Bayer reports success in first cell therapy against Parkinson’s disease

Bayer

Bayer wants to open up new sales potential in the billions with new gene and cell therapies.

(Photo: dpa)

Dusseldorf Bayer has taken a step forward in developing a therapy for Parkinson’s disease. The first study results of a drug developed by Bayer’s subsidiary Bluerock are promising. They show that cell transplantation is “feasible” and that the cells in the brain survive and grow over a 12-month period.

All patients tolerated the active ingredient “well for a year without major safety problems,” the chemical and pharmaceutical company reported on Wednesday. Based on the results, Bayer has now started to prepare the next phase II clinical study. In the first half of 2024, the group wants to start finding patients for the study.

For pharmaceutical companies, the market for Parkinson’s drugs is promising. Whoever develops a healing agent could secure sales in the billions. So far, only drugs that temporarily limit the symptoms are on the market. Bayer wants to be the first to market such a healing drug. Despite positive initial study results, it could still be years before a possible approval.

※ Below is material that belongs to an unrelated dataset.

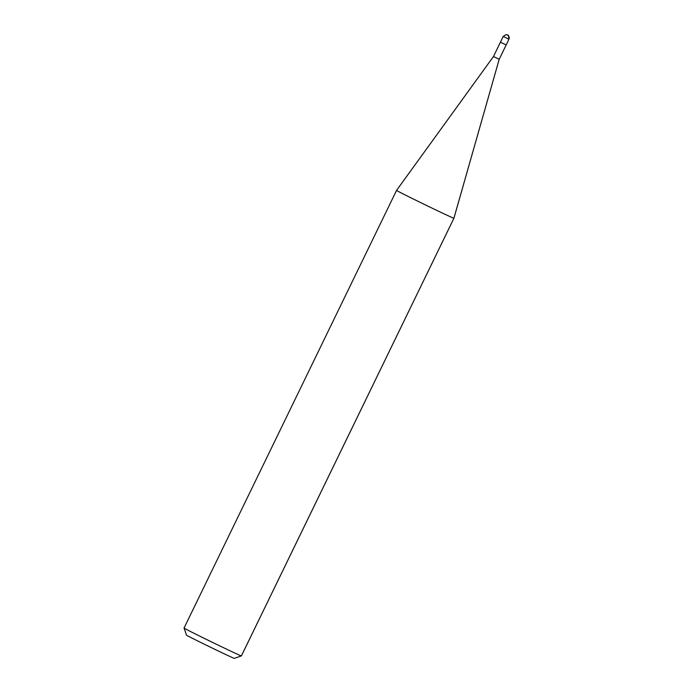 <?xml version="1.0" encoding="UTF-8"?>
<svg xmlns="http://www.w3.org/2000/svg" width="693" height="693" viewBox="0 0 693 693"><rect width="100%" height="100%" fill="white"/><g stroke="black" fill="none" stroke-linecap="round" stroke-linejoin="round"><path stroke-width="1.04" d="M503.213 36.443L505.89 34.65L507.475 34.962C509.112 35.984 509.606 37.405 508.948 39.224L503.213 36.443L508.948 39.224L506.159 44.958L500.433 42.178L503.213 36.443L500.424 42.178L506.167 44.958L508.948 39.224C509.606 37.405 509.112 35.984 507.475 34.962L505.89 34.65L503.213 36.443L505.89 34.65L507.475 34.962C506.86 35.941 508.419 32.337 508.948 39.224L499.194 59.295L493.468 56.514L500.433 42.178L493.468 56.514L499.194 59.295L453.906 218.234C454.166 219.083 393.693 189.683 396.587 190.367L396.569 190.376C393.693 189.683 454.166 219.083 453.906 218.234L241.398 655.89C241.658 656.739 181.176 627.338 184.069 628.023L186.512 635.143M184.069 628.023L184.069 628.023C181.176 627.338 241.658 656.739 241.398 655.89L234.295 658.35C234.511 659.052 184.121 634.554 186.53 635.126C184.121 634.554 234.511 659.052 234.295 658.35L241.398 655.89L453.906 218.234L499.194 59.295L506.159 44.958L499.194 59.295L453.924 218.234L241.415 655.89L234.295 658.35M493.468 56.514L396.569 190.376L184.052 628.031"/></g></svg>

The results that are now available and which Bayer intends to present in detail at the end of August at the International Congress on Parkinson’s and Movement Disorders in Copenhagen are from clinical phase I. Bayer has tested the drug on twelve patients. Phase II and phase III studies will follow before approval is possible.

Motor skills gradually decrease

In Parkinson’s patients, the brain no longer produces enough of the neurotransmitter dopamine. There are 400,000 Parkinson’s patients in Germany and a good ten million worldwide. The disease gradually reduces their motor skills, muscles stiffen, and movements become slow and uncontrolled.

With cell therapy, Bayer wants to stop Parkinson’s – and maybe even reverse it. To do this, new cells are implanted in the brain with a fine needle, which are intended to ensure that dopamine is produced again. This is intended to restore the functions of the brain that were lost due to the disease.

The drug candidate, called Bemdaneprocel, was developed by Bayer’s independently operated subsidiary Bluerock. In 2016, the company was co-founded as a joint venture by Bayer’s venture capital arm Leap. In 2019, Bayer completely took over Bluerock for $600 million.

>> Read also: Biotech company Morphosys is finally hoping for a breakthrough with a new cancer drug

Bluerock is one of Bayer’s biggest hopes in the pharmaceutical business. With its therapies, the company also wants to help blind patients or regenerate scarred heart muscle tissue.

Bayer’s risky billion-dollar bet on gene and cell therapy

Christian Rommel, who heads pharmaceutical research at Bayer, considers the positive result of the first cell therapy study for Parkinson’s to be promising. “Not only for the Bemdaneprocel development program, but also for our entire pluripotent stem cell platform.” Bluerock-Therapeutics’ director of development, Ahmed Enayeallah, calls the results a “milestone in the development of a potential new therapy for patients with this disease”.

>> Read also: The new Bayer boss wants to shake up the company

Bayer wants to open up new sales potential in the billions with new gene and cell therapies. So far, however, this area has been a risky bet worth billions for the company: up to 90 percent of the therapies that pharmaceutical companies test on people fail. The new drugs in gene and cell therapy could be on the market at the end of the decade at the earliest. Until then, they mainly cause costs.

Meanwhile, Bayer is still suffering from the Monsanto takeover. The company now wants to transform itself into an integrated life science group, with sales in the pharmaceuticals division expected to grow by 50 percent by 2030. The success of new medicines is decisive for this: In a few years, the patent protection for Bayer’s most profitable medicines, the anticoagulant Xarelto for stroke patients and the eye medicine Eylea, will expire.

Then Bayer will have to come up with new drugs – such as the Parkinson’s drug or other drugs in the pipeline that are already further in development, such as the stroke drug Asundexian, which is being traded as a potential successor to Xarelto.